**Problem to solve**
Find the line with "Revision of a" in the records below. Copy it and every line after it, up to and including the line with "160, 181, 207)".

(Stored items from a collection)
----
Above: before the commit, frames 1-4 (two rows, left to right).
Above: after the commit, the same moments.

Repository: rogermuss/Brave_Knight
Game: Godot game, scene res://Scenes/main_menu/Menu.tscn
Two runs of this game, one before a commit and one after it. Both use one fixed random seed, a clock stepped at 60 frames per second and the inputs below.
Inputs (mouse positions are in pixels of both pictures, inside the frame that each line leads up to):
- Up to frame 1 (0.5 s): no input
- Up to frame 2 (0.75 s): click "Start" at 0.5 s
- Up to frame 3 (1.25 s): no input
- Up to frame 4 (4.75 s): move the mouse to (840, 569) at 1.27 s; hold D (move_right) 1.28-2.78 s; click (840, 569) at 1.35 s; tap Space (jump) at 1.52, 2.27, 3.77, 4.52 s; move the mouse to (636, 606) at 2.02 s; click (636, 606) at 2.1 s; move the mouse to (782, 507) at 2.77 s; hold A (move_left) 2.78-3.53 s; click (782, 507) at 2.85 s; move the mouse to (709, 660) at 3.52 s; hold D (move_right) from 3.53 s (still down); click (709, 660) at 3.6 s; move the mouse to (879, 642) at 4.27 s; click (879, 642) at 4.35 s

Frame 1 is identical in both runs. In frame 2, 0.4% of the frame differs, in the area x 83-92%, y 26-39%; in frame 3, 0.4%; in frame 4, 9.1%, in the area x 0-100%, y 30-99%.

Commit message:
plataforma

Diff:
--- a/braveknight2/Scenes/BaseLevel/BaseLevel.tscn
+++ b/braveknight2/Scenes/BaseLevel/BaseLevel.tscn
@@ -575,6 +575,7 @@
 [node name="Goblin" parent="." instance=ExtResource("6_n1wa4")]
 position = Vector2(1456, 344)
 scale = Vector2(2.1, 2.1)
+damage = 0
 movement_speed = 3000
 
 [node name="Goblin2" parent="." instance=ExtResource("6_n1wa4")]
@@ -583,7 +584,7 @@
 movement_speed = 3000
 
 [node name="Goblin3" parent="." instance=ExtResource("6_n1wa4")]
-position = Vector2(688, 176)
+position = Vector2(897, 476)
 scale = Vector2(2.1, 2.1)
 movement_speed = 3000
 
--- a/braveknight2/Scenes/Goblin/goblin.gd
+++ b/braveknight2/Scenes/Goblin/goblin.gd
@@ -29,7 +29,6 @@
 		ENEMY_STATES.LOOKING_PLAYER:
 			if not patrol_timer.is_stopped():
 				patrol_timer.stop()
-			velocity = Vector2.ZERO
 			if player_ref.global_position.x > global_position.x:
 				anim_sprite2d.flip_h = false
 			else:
----
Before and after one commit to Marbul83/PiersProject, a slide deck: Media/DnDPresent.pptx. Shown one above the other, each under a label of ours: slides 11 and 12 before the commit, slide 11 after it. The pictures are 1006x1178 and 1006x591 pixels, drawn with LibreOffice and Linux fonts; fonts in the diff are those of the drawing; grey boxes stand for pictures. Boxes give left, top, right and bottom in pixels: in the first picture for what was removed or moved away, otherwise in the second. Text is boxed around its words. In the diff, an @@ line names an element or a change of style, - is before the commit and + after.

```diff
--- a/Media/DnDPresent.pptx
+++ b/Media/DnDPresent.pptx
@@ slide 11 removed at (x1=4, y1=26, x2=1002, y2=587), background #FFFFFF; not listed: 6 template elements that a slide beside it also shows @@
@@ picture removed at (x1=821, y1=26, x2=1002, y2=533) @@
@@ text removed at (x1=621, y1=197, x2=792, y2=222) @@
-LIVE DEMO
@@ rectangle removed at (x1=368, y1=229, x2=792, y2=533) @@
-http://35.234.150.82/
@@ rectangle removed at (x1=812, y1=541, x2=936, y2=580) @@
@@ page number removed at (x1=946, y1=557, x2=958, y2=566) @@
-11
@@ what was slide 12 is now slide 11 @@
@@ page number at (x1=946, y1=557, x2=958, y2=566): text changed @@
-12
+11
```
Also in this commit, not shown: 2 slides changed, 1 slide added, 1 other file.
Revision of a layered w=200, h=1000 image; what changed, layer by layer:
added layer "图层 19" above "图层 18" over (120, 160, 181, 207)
----
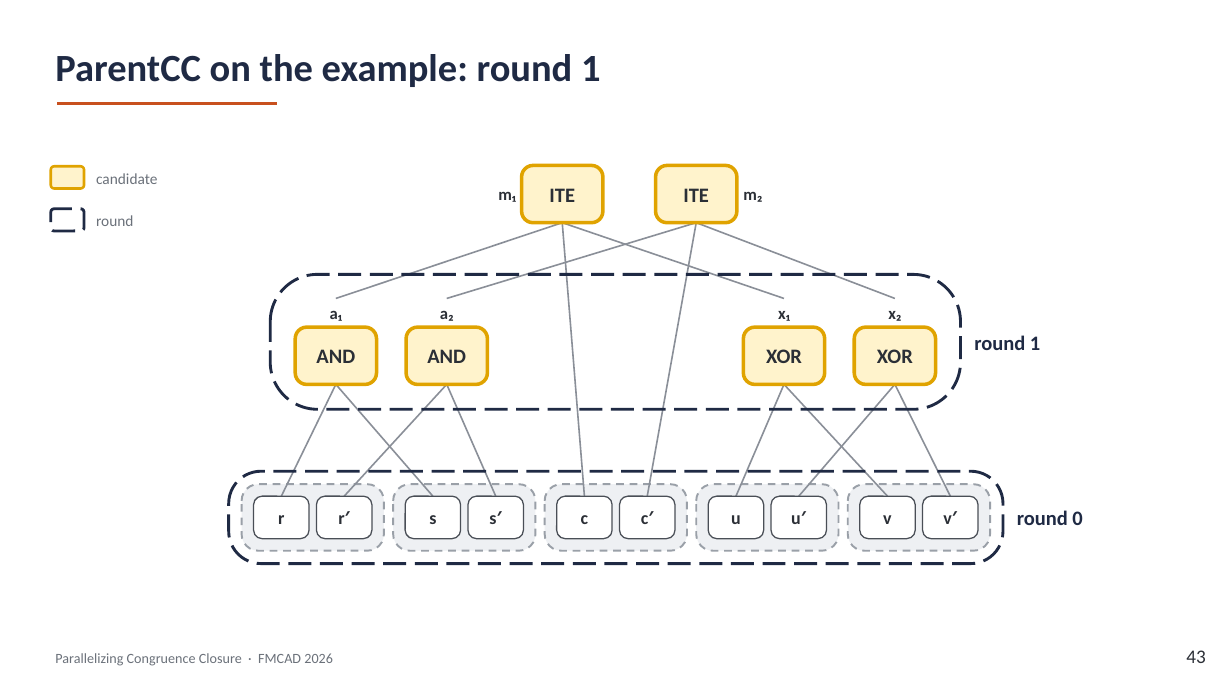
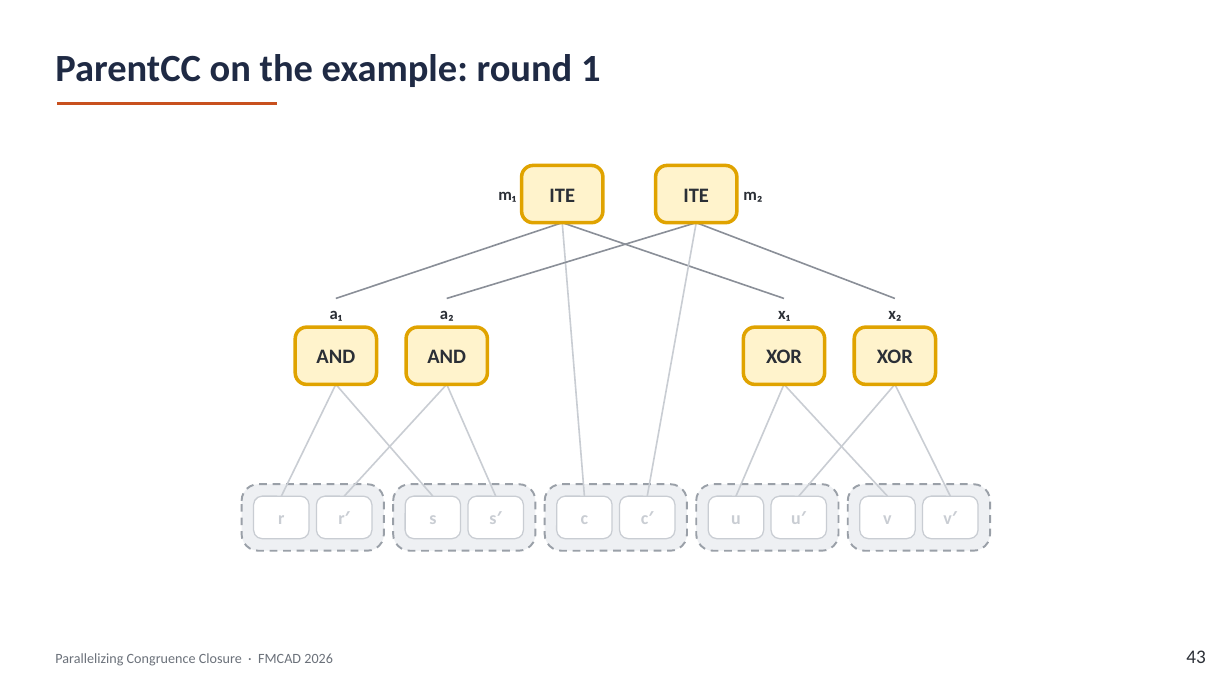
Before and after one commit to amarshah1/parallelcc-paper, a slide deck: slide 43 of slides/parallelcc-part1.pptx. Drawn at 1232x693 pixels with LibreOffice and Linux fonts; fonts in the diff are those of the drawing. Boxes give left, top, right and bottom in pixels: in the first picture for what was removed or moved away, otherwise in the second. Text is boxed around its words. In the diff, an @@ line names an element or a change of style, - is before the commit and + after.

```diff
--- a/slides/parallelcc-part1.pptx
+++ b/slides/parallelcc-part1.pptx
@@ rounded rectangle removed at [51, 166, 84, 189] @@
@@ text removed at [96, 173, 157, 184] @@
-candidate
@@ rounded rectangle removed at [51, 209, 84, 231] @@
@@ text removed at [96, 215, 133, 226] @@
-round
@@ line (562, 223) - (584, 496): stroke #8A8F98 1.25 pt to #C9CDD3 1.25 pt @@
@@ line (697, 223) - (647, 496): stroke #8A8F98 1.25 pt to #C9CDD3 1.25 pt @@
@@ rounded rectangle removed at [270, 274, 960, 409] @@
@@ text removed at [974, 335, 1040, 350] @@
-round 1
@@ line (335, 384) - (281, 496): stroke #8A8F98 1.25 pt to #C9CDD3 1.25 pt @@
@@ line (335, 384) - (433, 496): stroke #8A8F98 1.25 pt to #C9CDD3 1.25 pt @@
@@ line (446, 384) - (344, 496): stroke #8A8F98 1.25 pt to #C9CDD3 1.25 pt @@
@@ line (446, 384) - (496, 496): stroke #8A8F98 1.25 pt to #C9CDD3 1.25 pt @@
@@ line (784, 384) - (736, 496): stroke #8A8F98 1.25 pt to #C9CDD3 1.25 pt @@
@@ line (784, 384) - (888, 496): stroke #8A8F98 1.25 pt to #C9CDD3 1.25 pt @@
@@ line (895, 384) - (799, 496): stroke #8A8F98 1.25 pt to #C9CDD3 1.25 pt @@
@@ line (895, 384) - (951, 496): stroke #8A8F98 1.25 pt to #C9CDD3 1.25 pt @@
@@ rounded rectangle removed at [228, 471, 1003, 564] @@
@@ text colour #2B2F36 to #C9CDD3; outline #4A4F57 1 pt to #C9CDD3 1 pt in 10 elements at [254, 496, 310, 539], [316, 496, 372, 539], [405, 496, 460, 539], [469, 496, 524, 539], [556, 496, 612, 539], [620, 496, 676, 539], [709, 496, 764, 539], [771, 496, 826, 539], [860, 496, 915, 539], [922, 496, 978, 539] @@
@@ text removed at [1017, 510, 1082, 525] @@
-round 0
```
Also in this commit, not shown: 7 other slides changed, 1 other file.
----
**Task output**
Revision of a layered w=200, h=1000 image; what changed, layer by layer:
added layer "图层 19" above "图层 18" over (120, 160, 181, 207)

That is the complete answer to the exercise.